Wednesday, 1 November 11:00am – 12:00pm

This seminar will be delivered in Chemistry Lecture Theatre 4

Speaker: Dr Ziyu Wang, School of Life and Environmental Sciences

Host: Dr David Nguyen

Title: Rapid regeneration of a neoartery with elastic lamellae

Abstract: Compromised arteries such as those suffering from severe atherosclerosis can lead to myocardial infarction, which is the leading cause of death worldwide. Autologous or commercially available synthetic grafts can be used as artery replacement, but these often fail to provide long-term patency and display limited regeneration. Diverse types of biomaterials have been used to fabricate vascular grafts and achieved rapid reendothelialisation and ECM production. However, the regeneration of organised elastin such as elastic lamellae remains the key challenge in the vascular graft field. Towards this goal, we have fabricated vascular grafts from a combination of tropoelastin (TE), the soluble precursor to elastin, and polyglycerol sebacate (PGS), a highly elastic degradable biomaterial. We combined TE with PGS to fabricate robust, suturable elastic vascular grafts with a tunable 3D microstructure, compliant mechanical properties that match human arteries. These composites are attractive candidates for off-the-shelf small-diameter vascular grafts to achieve artery tissue regeneration with elastic lamellae – a key structure for the artery biological and mechanical functions.

Bio: Dr Ziyu Wang is a Postdoctoral Research Associate in the School of Life and Environmental Sciences with a specialisation in Biomaterials and Tissue Engineering. He received a PhD in Tissue Engineering from the University of Sydney in 2022, along with a BE in Biomedical Engineering (Class I Honours) from the University of Sydney in 2017. Dr Ziyu Wang is interested in the use of biomimetic and biodegradable materials for the healing and regeneration of soft tissues.
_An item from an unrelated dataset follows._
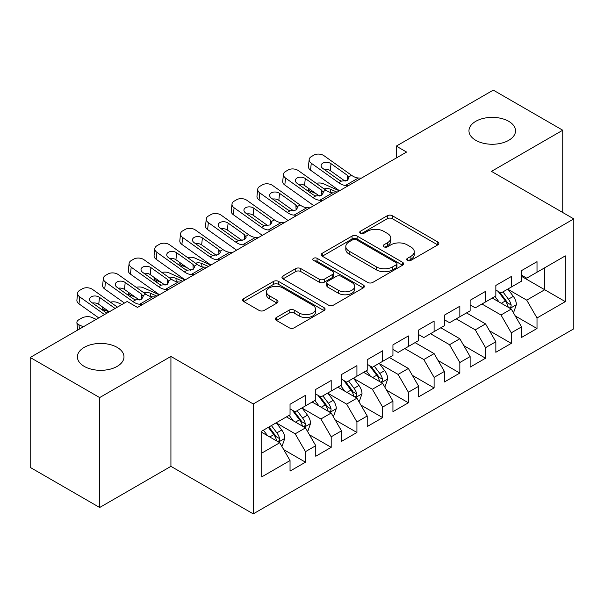 <?xml version="1.0" encoding="UTF-8"?>
<svg xmlns="http://www.w3.org/2000/svg" width="604" height="604" viewBox="0 0 604 604"><rect width="100%" height="100%" fill="white"/><g stroke="black" fill="none" stroke-linecap="round" stroke-linejoin="round"><path stroke-width="0.91" d="M407.421 260.377A2.499 1.442 0 0 0 410.954 260.377L437.787 244.892A3.571 2.061 0 0 0 438.836 243.435A3.571 2.061 0 0 0 437.787 241.97L392.336 215.734A3.571 2.061 0 0 0 387.285 215.734L360.452 231.219A2.499 1.442 0 0 0 359.72 232.238A2.499 1.442 0 0 0 360.452 233.265A2.499 1.442 0 0 0 363.986 233.265L367.459 231.257A11.431 6.599 0 0 1 383.623 231.257L387.413 233.446A11.431 6.599 0 0 1 390.758 238.112A11.431 6.599 0 0 1 387.413 242.778L383.94 244.779A2.499 1.442 0 0 0 383.208 245.798A2.499 1.442 0 0 0 383.94 246.825A2.499 1.442 0 0 0 387.474 246.825L390.947 244.816A11.431 6.599 0 0 1 407.104 244.816L410.894 247.006A11.431 6.599 0 0 1 414.238 251.672A11.431 6.599 0 0 1 410.894 256.338L407.421 258.338A2.499 1.442 0 0 0 406.688 259.358A2.499 1.442 0 0 0 407.421 260.377L407.421 258.338M117.153 347.376A23.284 13.447 0 0 0 91.778 344.461A23.284 13.447 0 0 0 77.403 356.881A23.284 13.447 0 0 0 84.228 366.386A23.284 13.447 0 0 0 109.603 369.301A23.284 13.447 0 0 0 123.979 356.881A23.284 13.447 0 0 0 117.153 347.376M508.711 121.313A23.284 13.447 0 0 0 483.336 118.399A23.284 13.447 0 0 0 468.961 130.819A23.284 13.447 0 0 0 475.786 140.324A23.284 13.447 0 0 0 501.161 143.239A23.284 13.447 0 0 0 515.529 130.819A23.284 13.447 0 0 0 508.711 121.313M276.428 317.493A3.571 2.061 0 0 0 275.379 318.95A3.571 2.061 0 0 0 276.428 320.407L289.18 327.776A3.571 2.061 0 0 0 294.231 327.776L324.023 310.569A3.571 2.061 0 0 0 325.073 309.112A3.571 2.061 0 0 0 324.023 307.655L278.572 281.411A3.571 2.061 0 0 0 273.521 281.411L243.722 298.61A3.571 2.061 0 0 0 242.68 300.075A3.571 2.061 0 0 0 243.722 301.532L259.131 310.426A3.571 2.061 0 0 0 264.182 310.426L276.934 303.057A3.571 2.061 0 0 0 277.976 301.6A3.571 2.061 0 0 0 276.934 300.143L269.293 295.733A9.551 5.519 0 0 1 266.492 291.838A9.551 5.519 0 0 1 272.389 286.741A9.551 5.519 0 0 1 282.8 287.934L312.729 305.209A9.551 5.519 0 0 1 315.522 309.112A9.551 5.519 0 0 1 309.626 314.208A9.551 5.519 0 0 1 299.214 313.008L294.231 310.131A3.571 2.061 0 0 0 289.18 310.131L276.428 317.493L276.428 320.407M99.66 397.575L99.66 507.496L170.924 466.348L170.924 356.436L99.66 397.575L30.2 357.477L127.187 301.479L137.478 307.421L406.575 152.057L396.284 146.115L396.284 157.999M170.924 356.436L253.25 403.963L573.8 218.897L573.8 328.81L253.25 513.876L253.25 403.963M562.739 212.51L562.739 130.222L491.475 171.37L573.8 218.897M562.739 130.222L493.279 90.124L396.284 146.115M367.715 282.43A3.571 2.061 0 0 0 372.766 282.43L402.558 265.224A3.571 2.061 0 0 0 403.608 263.767A3.571 2.061 0 0 0 402.558 262.31L357.107 236.066A3.571 2.061 0 0 0 352.057 236.066L322.257 253.272A3.571 2.061 0 0 0 321.215 254.729A3.571 2.061 0 0 0 322.257 256.187L367.715 282.43M314.548 260.92A2.499 1.442 0 0 1 317.085 261.275L317.085 258.301L363.291 284.982A3.571 2.061 0 0 1 364.34 286.439A3.571 2.061 0 0 1 363.291 287.897L333.499 305.103A3.571 2.061 0 0 1 328.448 305.103L282.989 278.859L282.989 275.945A3.571 2.061 0 0 0 281.947 277.402A3.571 2.061 0 0 0 282.989 278.859M282.989 275.945L295.741 268.584A3.571 2.061 0 0 1 300.792 268.584L319.229 279.222A3.571 2.061 0 0 0 324.28 279.222L332.736 274.337A3.571 2.061 0 0 0 333.786 272.88A3.571 2.061 0 0 0 332.736 271.423L313.544 260.347A2.499 1.442 0 0 1 312.812 259.32A2.499 1.442 0 0 1 314.359 257.991A2.499 1.442 0 0 1 317.085 258.301M521.577 276.375L544.732 289.746L544.732 267.761L565.314 255.885L537.009 272.223L537.009 261.675L521.577 270.584L521.577 281.132L511.286 287.074L511.286 276.526L495.846 285.435L495.846 295.983L485.556 301.924L485.556 291.377L470.123 300.294L470.123 310.834L459.833 316.775L459.833 306.236L444.393 315.145L444.393 325.692L434.102 331.634L434.102 321.086L418.67 329.995L418.67 340.543L408.38 346.485L408.38 335.937L392.94 344.854L392.94 355.394L382.649 361.335L382.649 350.788L367.217 359.705L367.217 370.252L356.926 376.194L356.926 365.647L341.487 374.555L341.487 385.103L331.196 391.045L331.196 380.497L315.764 389.406L315.764 399.954L305.473 405.896L305.473 395.348L290.041 404.265L290.041 414.812L261.736 431.15L261.736 476.896L290.041 460.558L279.75 442.732L261.736 432.336M565.314 255.885L565.314 301.63L537.009 317.968L526.718 300.143L508.07 289.376M515.272 315.96L537.009 328.516L537.009 317.968M537.009 328.516L521.577 337.425L521.577 326.877L511.286 332.819L500.995 314.994L481.954 304.008M489.55 330.818L511.286 343.366L511.286 332.819M511.286 343.366L495.846 352.275L495.846 341.736L485.556 347.67L475.265 329.852L456.231 318.859M463.819 345.669L485.556 358.217L485.556 347.67M485.556 358.217L470.123 367.134L470.123 356.587L459.833 362.528L449.542 344.703L430.501 333.71M438.096 360.52L459.833 373.076L459.833 362.528M459.833 373.076L444.393 381.985L444.393 371.437L434.102 377.379L423.812 359.554L404.778 348.561M412.366 375.371L434.102 387.927L434.102 377.379M434.102 387.927L418.67 396.836L418.67 386.288L408.38 392.23L398.089 374.412L379.433 363.638M386.643 390.229L408.38 402.777L408.38 392.23M408.38 402.777L392.94 411.686L392.94 401.147L382.649 407.088L372.358 389.263L353.71 378.497M360.913 405.08L382.649 417.628L382.649 407.088M382.649 417.628L367.217 426.545L367.217 415.997L356.926 421.939L346.636 404.114L327.987 393.347M335.19 419.931L356.926 432.487L356.926 421.939M356.926 432.487L341.487 441.396L341.487 430.848L331.196 436.79L320.905 418.965L302.257 408.198M309.459 434.789L331.196 447.337L331.196 436.79M331.196 447.337L315.764 456.246L315.764 445.707L305.473 451.641L295.182 433.823L276.534 423.049M283.737 449.64L305.473 462.188L305.473 451.641M305.473 462.188L290.041 471.105L290.041 460.558M290.041 408.87L295.182 411.837L305.473 405.896M261.736 453.128L279.75 442.732M315.764 394.012L320.905 396.987L331.196 391.045M295.182 433.823L305.473 427.881L286.432 416.888M315.764 445.707L305.473 427.881M341.487 379.161L346.636 382.136L356.926 376.194M320.905 418.965L331.196 413.03L312.162 402.038M341.487 430.848L331.196 413.03M367.217 364.31L372.358 367.277L382.649 361.335M346.636 404.114L356.926 398.172L337.885 387.179M367.217 415.997L356.926 398.172M392.94 349.452L398.089 352.426L408.38 346.485M372.358 389.263L382.649 383.321L363.616 372.328M392.94 401.147L382.649 383.321M418.67 334.601L423.812 337.576L434.102 331.634M398.089 374.412L408.38 368.47L389.338 357.477M418.67 386.288L408.38 368.47M444.393 319.75L449.542 322.717L459.833 316.775M423.812 359.554L434.102 353.612L415.069 342.627M444.393 371.437L434.102 353.612M470.123 304.899L475.265 307.866L485.556 301.924M449.542 344.703L459.833 338.761L440.792 327.768M470.123 356.587L459.833 338.761M495.846 290.041L500.995 293.016L511.286 287.074M475.265 329.852L485.556 323.91L466.522 312.917M495.846 341.736L485.556 323.91M521.577 275.19L526.718 278.157L537.009 272.223M500.995 314.994L511.286 309.052L492.245 298.066M521.577 326.877L511.286 309.052M30.2 357.477L30.2 467.39L99.66 507.496M170.924 466.348L253.25 513.876M526.718 300.143L544.732 289.746L565.314 301.63M408.425 260.732L410.894 259.305A11.431 6.599 0 0 0 414.238 254.639L414.238 251.672M390.758 238.112L390.758 241.079A11.431 6.599 0 0 1 387.413 245.745L384.937 247.172M437.741 244.914L392.336 218.701A3.571 2.061 0 0 0 387.285 218.701L361.449 233.612M402.513 265.254L357.107 239.041A3.571 2.061 0 0 0 352.057 239.041L322.309 256.217M396.247 264.786A2.499 1.442 0 0 0 396.979 263.767A2.499 1.442 0 0 0 396.247 262.748L356.352 239.713A2.499 1.442 0 0 0 352.812 239.713L349.15 241.827A11.431 6.599 0 0 0 345.805 246.492A11.431 6.599 0 0 0 349.15 251.158L376.428 266.9A11.431 6.599 0 0 0 392.585 266.9L396.247 264.786L396.247 267.761A2.499 1.442 0 0 0 396.979 266.742L396.979 263.767M345.805 246.492L345.805 249.467A11.431 6.599 0 0 0 349.15 254.125L349.15 251.158M396.247 267.761L392.585 269.875A11.431 6.599 0 0 1 376.428 269.875L349.15 254.125M283.042 278.889L295.741 271.551L295.741 268.584M333.786 272.88L333.786 275.854A3.571 2.061 0 0 1 332.736 277.312L324.28 282.196A3.571 2.061 0 0 1 319.229 282.196L300.792 271.551A3.571 2.061 0 0 0 295.741 271.551M317.085 261.275L363.246 287.927M338.361 290.267A9.551 5.519 0 0 0 348.765 291.46A9.551 5.519 0 0 0 354.669 286.364A9.551 5.519 0 0 0 351.868 282.468L341.328 276.383A3.571 2.061 0 0 0 336.277 276.383L327.813 281.268A3.571 2.061 0 0 0 326.772 282.725A3.571 2.061 0 0 0 327.813 284.182L338.361 290.267L338.361 293.234A9.551 5.519 0 0 0 348.765 294.435A9.551 5.519 0 0 0 354.669 289.339L354.669 286.364M326.772 282.725L326.772 285.692A3.571 2.061 0 0 0 327.813 287.149L327.813 284.182M338.361 293.234L327.813 287.149M315.522 309.112L315.522 312.079A9.551 5.519 0 0 1 309.626 317.175A9.551 5.519 0 0 1 299.214 315.983L294.231 313.099A3.571 2.061 0 0 0 289.18 313.099L276.473 320.437M266.492 291.838L266.492 294.805A9.551 5.519 0 0 0 269.293 298.708L269.293 295.733M276.881 303.087L269.293 298.708M323.978 310.599L278.572 284.378A3.571 2.061 0 0 0 273.521 284.378L243.774 301.555M513.189 312.351L513.808 311.996L516.375 304.567A9.641 5.564 -120 0 0 513.302 296.36L507.836 289.067M339.395 190.849L323.397 183.752A7.278 3.692 -5.4 0 0 316.217 183.314M499.123 302.038L494.97 296.488M315.93 193.574L310.531 191.181L310.705 192.986M493.03 298.519L492.554 297.885M509.466 308.01L510.961 306.666L511.173 304.982A9.641 5.564 -120 0 0 508.409 299.184L502.951 291.883M499.825 292.344L506.575 301.351A4.915 2.839 60 0 1 507.473 302.846L511.173 304.982M308.478 188.274A7.278 3.692 -5.4 0 0 308.433 188.901A7.278 3.692 -5.4 0 0 310.531 191.181M324.099 188.924A5.821 2.952 174.6 0 1 330.282 189.165L337.077 192.185M498.134 291.362L505.329 300.966A9.641 5.564 60 0 1 508.085 306.764L508.281 307.323M348.568 185.549L345.526 185.413A18.188 10.502 60 0 1 338.67 182.71L311.271 163.223L310.531 170.169A7.278 4.658 -173.9 0 1 308.44 166.425L309.188 159.479A7.278 4.658 6.1 0 0 311.271 163.223M339.569 190.743A27.286 15.757 60 0 1 337.93 189.656L310.531 170.169M361.426 178.127L358.391 177.984A18.188 10.502 60 0 1 351.536 175.281L324.137 155.794A7.278 4.658 6.1 0 0 313.884 155.13L311.309 156.617A7.278 4.658 6.1 0 0 309.188 159.479M347.564 180.226L347.315 175.273L349.044 177.908L347.345 180.362L341.441 181.109L339.086 180.022L322.793 168.433A5.821 3.73 -173.9 0 1 321.117 165.436A5.821 3.73 -173.9 0 1 322.815 163.148A5.821 3.73 -173.9 0 1 331.022 163.676L330.282 170.622L345.126 181.185M330.282 170.622A5.821 3.73 6.1 0 0 324.122 169.377M347.315 175.273L331.022 163.676M322.838 200.407L319.795 200.264A18.188 10.502 60 0 1 312.94 197.561L285.549 178.074L284.809 185.028A7.278 4.658 -173.9 0 1 282.717 181.283L283.457 174.329A7.278 4.658 6.1 0 0 285.549 178.074M313.846 205.602A27.286 15.757 60 0 1 312.2 204.514L284.809 185.028M335.703 192.978L332.661 192.835A18.188 10.502 60 0 1 325.805 190.139L298.414 170.645A7.278 4.658 6.1 0 0 288.153 169.981L285.579 171.468A7.278 4.658 6.1 0 0 283.457 174.329M321.841 195.084L321.592 190.124L323.314 192.759L321.615 195.22L315.711 195.96L313.363 194.873L297.062 183.284A5.821 3.73 -173.9 0 1 295.394 180.286A5.821 3.73 -173.9 0 1 297.093 177.999A5.821 3.73 -173.9 0 1 305.292 178.527L304.552 185.481L319.395 196.036M304.552 185.481A5.821 3.73 6.1 0 0 298.391 184.228M321.592 190.124L305.292 178.527M297.115 215.258L294.072 215.115A18.188 10.502 60 0 1 287.217 212.419L259.818 192.925L259.078 199.879A7.278 4.658 -173.9 0 1 256.987 196.134L257.734 189.188A7.278 4.658 6.1 0 0 259.818 192.925M288.116 220.452A27.286 15.757 60 0 1 286.477 219.365L259.078 199.879M309.973 207.829L306.938 207.693A18.188 10.502 60 0 1 300.082 204.99L272.683 185.504A7.278 4.658 6.1 0 0 262.43 184.839L259.856 186.319A7.278 4.658 6.1 0 0 257.734 189.188M296.111 209.935L295.862 204.975L297.591 207.61L295.892 210.071L289.988 210.819L287.632 209.731L271.339 198.135A5.821 3.73 -173.9 0 1 269.663 195.145A5.821 3.73 -173.9 0 1 271.362 192.85A5.821 3.73 -173.9 0 1 279.569 193.386L278.829 200.332L293.672 210.894M278.829 200.332A5.821 3.73 6.1 0 0 272.668 199.078M295.862 204.975L279.569 193.386M271.385 230.109L268.342 229.965A18.188 10.502 60 0 1 261.487 227.27L234.095 207.784L233.355 214.73A7.278 4.658 -173.9 0 1 231.264 210.985L232.004 204.039A7.278 4.658 6.1 0 0 234.095 207.784M262.393 235.303A27.286 15.757 60 0 1 260.747 234.216L233.355 214.73M284.25 222.687L281.207 222.544A18.188 10.502 60 0 1 274.352 219.841L246.961 200.354A7.278 4.658 6.1 0 0 236.7 199.69L234.126 201.177A7.278 4.658 6.1 0 0 232.004 204.039M270.388 224.786L270.139 219.826L271.86 222.468L270.162 224.922L264.258 225.669L261.909 224.582L245.609 212.986A5.821 3.73 -173.9 0 1 243.941 209.996A5.821 3.73 -173.9 0 1 245.639 207.701A5.821 3.73 -173.9 0 1 253.846 208.237L253.099 215.183L267.942 225.745M253.099 215.183A5.821 3.73 6.1 0 0 246.938 213.937M270.139 219.826L253.846 208.237M245.662 244.96L242.619 244.824A18.188 10.502 60 0 1 235.764 242.121L208.365 222.634L207.625 229.58A7.278 4.658 -173.9 0 1 205.534 225.843L206.281 218.89A7.278 4.658 6.1 0 0 208.365 222.634M236.662 250.154A27.286 15.757 60 0 1 235.024 249.074L207.625 229.58M258.52 237.538L255.484 237.395A18.188 10.502 60 0 1 248.629 234.699L221.23 215.205A7.278 4.658 6.1 0 0 210.977 214.541L208.403 216.028A7.278 4.658 6.1 0 0 206.281 218.89M244.658 239.645L244.409 234.684L246.138 237.319L244.439 239.773L238.535 240.52L236.179 239.433L219.886 227.844A5.821 3.73 -173.9 0 1 218.21 224.847A5.821 3.73 -173.9 0 1 219.909 222.559A5.821 3.73 -173.9 0 1 228.116 223.087L227.376 230.041L242.219 240.596M227.376 230.041A5.821 3.73 6.1 0 0 221.215 228.788M244.409 234.684L228.116 223.087M384.559 386.62L385.171 386.258L387.745 378.836A9.641 5.564 -120 0 0 384.665 370.622L379.206 363.329M210.766 265.111L194.76 258.021A7.278 3.692 -5.4 0 0 187.587 257.583M370.494 376.3L366.341 370.758M187.3 267.836L181.902 265.443L182.068 267.255M364.401 372.781L363.925 372.147M380.837 382.272L382.332 380.928L382.543 379.244A9.641 5.564 -120 0 0 379.78 373.446L374.314 366.152M371.196 366.605L377.945 375.62A4.915 2.839 60 0 1 378.836 377.107L382.543 379.244M179.849 262.536A7.278 3.692 -5.4 0 0 179.803 263.163A7.278 3.692 -5.4 0 0 181.902 265.443M195.469 263.185A5.821 2.952 174.6 0 1 201.645 263.435L208.448 266.447M369.497 365.624L376.692 375.227A9.641 5.564 60 0 1 379.455 381.026L379.652 381.585M219.931 259.818L216.896 259.675A18.188 10.502 60 0 1 210.033 256.972L182.642 237.485L181.902 244.439A7.278 4.658 -173.9 0 1 179.811 240.694L180.551 233.748A7.278 4.658 6.1 0 0 182.642 237.485M210.939 265.013A27.286 15.757 60 0 1 209.294 263.925L181.902 244.439M232.797 252.389L229.754 252.246A18.188 10.502 60 0 1 222.899 249.55L195.507 230.064A7.278 4.658 6.1 0 0 185.247 229.399L182.68 230.879A7.278 4.658 6.1 0 0 180.551 233.748M218.935 254.495L218.686 249.535L220.407 252.17L218.708 254.631L212.804 255.379L210.456 254.292L194.156 242.695A5.821 3.73 -173.9 0 1 192.487 239.697A5.821 3.73 -173.9 0 1 194.186 237.41A5.821 3.73 -173.9 0 1 202.393 237.946L201.645 244.892L216.489 255.454M201.645 244.892A5.821 3.73 6.1 0 0 195.485 243.638M218.686 249.535L202.393 237.946M358.829 401.471L359.448 401.116L362.015 393.687A9.641 5.564 -120 0 0 358.942 385.48L353.476 378.179M185.035 279.962L169.037 272.872A7.278 3.692 -5.4 0 0 161.857 272.434M344.771 391.15L340.611 385.609M161.578 282.695L156.172 280.301L156.345 282.106M338.67 387.632L338.195 387.005M355.107 397.122L356.602 395.779L356.813 394.095A9.641 5.564 -120 0 0 354.057 388.296L348.591 381.003M345.473 381.456L352.223 390.471A4.915 2.839 60 0 1 353.113 391.958L356.813 394.095M154.118 277.387A7.278 3.692 -5.4 0 0 154.073 278.014A7.278 3.692 -5.4 0 0 156.172 280.301M169.739 278.044A5.821 2.952 174.6 0 1 175.923 278.285L182.718 281.298M343.774 380.482L350.969 390.078A9.641 5.564 60 0 1 353.725 395.884L353.921 396.435M194.209 274.669L191.166 274.526A18.188 10.502 60 0 1 184.311 271.83L156.919 252.344L156.172 259.29A7.278 4.658 -173.9 0 1 154.08 255.545L154.828 248.599A7.278 4.658 6.1 0 0 156.919 252.344M185.209 279.863A27.286 15.757 60 0 1 183.571 278.776L156.172 259.29M207.066 267.24L204.031 267.104A18.188 10.502 60 0 1 197.176 264.401L169.777 244.914A7.278 4.658 6.1 0 0 159.524 244.25L156.949 245.737A7.278 4.658 6.1 0 0 154.828 248.599M193.204 269.346L192.963 264.386L194.684 267.028L192.986 269.482L187.081 270.23L184.726 269.142L168.433 257.546A5.821 3.73 -173.9 0 1 166.757 254.556A5.821 3.73 -173.9 0 1 168.456 252.261A5.821 3.73 -173.9 0 1 176.662 252.797L175.923 259.743L190.766 270.305M175.923 259.743A5.821 3.73 6.1 0 0 169.762 258.497M192.963 264.386L176.662 252.797M333.106 416.322L333.718 415.967L336.292 408.538A9.641 5.564 -120 0 0 333.219 400.331L327.753 393.038M159.313 294.82L143.314 287.723A7.278 3.692 -5.4 0 0 136.134 287.285M319.04 406.009L314.888 400.46M135.847 297.546L130.449 295.152L130.623 296.957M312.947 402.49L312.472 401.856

His current projects include; 1) Modified tropoelastin-PGS vascular graft for neoartery regeneration; 2) Developing an immunomodulatory band-aid for accelerating chronic wound healing; 3) constructing shape transforming cardiac patches for immediate cardiac function after implantation with improved cardiac tissue regeneration. These projects employ multidisciplinary approaches that encompass advanced engineering fabrication techniques, in vitro cell and in vivo animal models, and imaging mass cytometry combined with bioinformatics to evaluate tissue regeneration capabilities induced by the implants.